The role of machine learning in predictive toxicology: A review of current trends and future perspectives
Olawale Ajisafe, Yemi A. Adekunle, Eghosasere Egbon, C. E. Ogbonna, David B. Olawade
Abstract
Adverse drug reactions (ADRs) are a major challenge in drug development, contributing to high attrition rates and significant financial losses. Due to species differences and limited scalability, traditional toxicity testing methods, such as in vitro assays and animal studies, often fail to predict human-specific toxicities accurately. The emergence of artificial intelligence (AI) and machine learning (ML) has introduced transformative approaches to predictive toxicology, leveraging large-scale datasets such as omics profiles, chemical properties, and electronic health records (EHRs). These AI-powered models provide early and accurate identification of toxicity risks, reducing reliance on animal testing and improving the efficiency of drug discovery. This review explores the role of AI models in predicting ADRs, emphasizing their ability to integrate diverse datasets and uncover complex toxicity mechanisms. Validation techniques, including cross-validation, external validation, and benchmarking against traditional methods, are discussed to ensure model robustness and generalizability.
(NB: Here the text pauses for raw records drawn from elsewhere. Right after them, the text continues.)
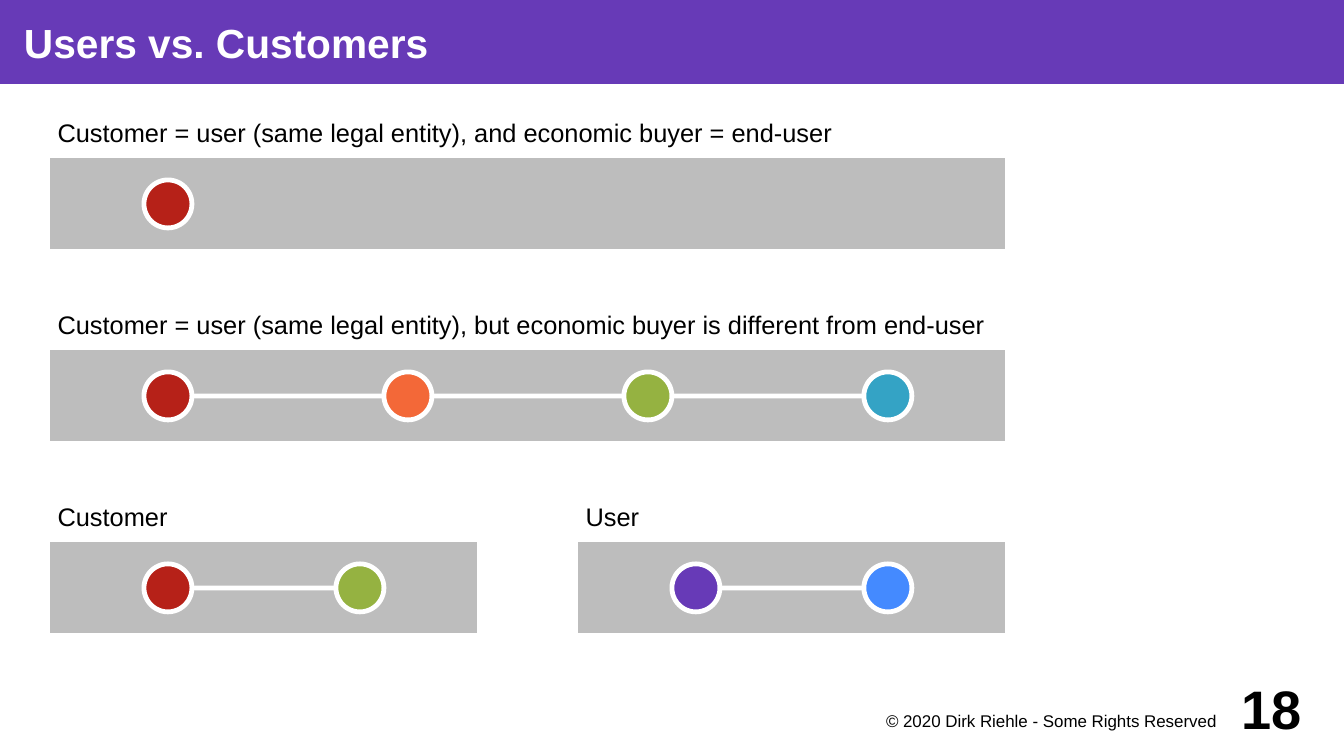
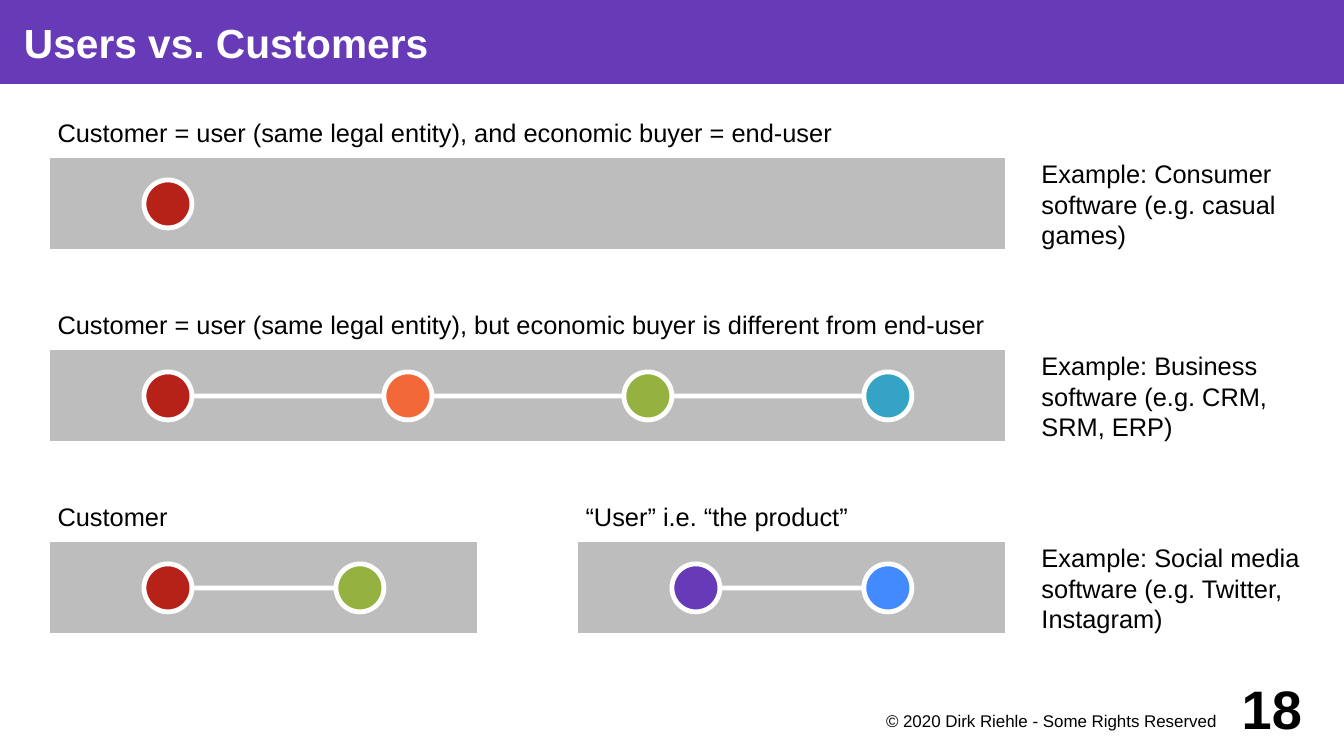
Before and after one commit to dirkriehle/coss-course, a slide deck: slide 18 of Lecture slides/COSS B04 - Business Models.odp. Drawn at 1344x756 pixels with LibreOffice and Linux fonts; fonts in the diff are those of the drawing. Boxes give left, top, right and bottom in pixels: in the first picture for what was removed or moved away, otherwise in the second. Text is boxed around its words. In the diff, an @@ line names an element or a change of style, - is before the commit and + after.

Commit message:
Fixes to users vs. customers

```diff
--- a/Lecture slides/COSS B04 - Business Models.odp
+++ b/Lecture slides/COSS B04 - Business Models.odp
@@ text added at <box>1041,164,1275,250</box>, 15 pt, text #000000 @@
+Example: Consumer software (e.g. casual games)
@@ text added at <box>1041,356,1267,442</box>, 15 pt, text #000000 @@
+Example: Business software (e.g. CRM, SRM, ERP)
@@ text at <box>586,507,848,531</box>: text changed @@
-User
+“User” i.e. “the product”
@@ text added at <box>1041,548,1299,634</box>, 15 pt, text #000000 @@
+Example: Social media software (e.g. Twitter, Instagram)
```
Also in this commit, not shown: 1 other file.

Furthermore, the ethical implications of AI, its alignment with the 3Rs principle (Replacement, Reduction, and Refinement), and its potential to address regulatory challenges are highlighted. By expediting the identification of safe drug candidates and minimizing late-stage failures, AI models significantly reduce costs and development timelines. However, challenges related to data quality, interpretability, and regulatory integration persist. Addressing these issues will enable AI to fully revolutionize predictive toxicology, ensuring safer and more effective drug development processes.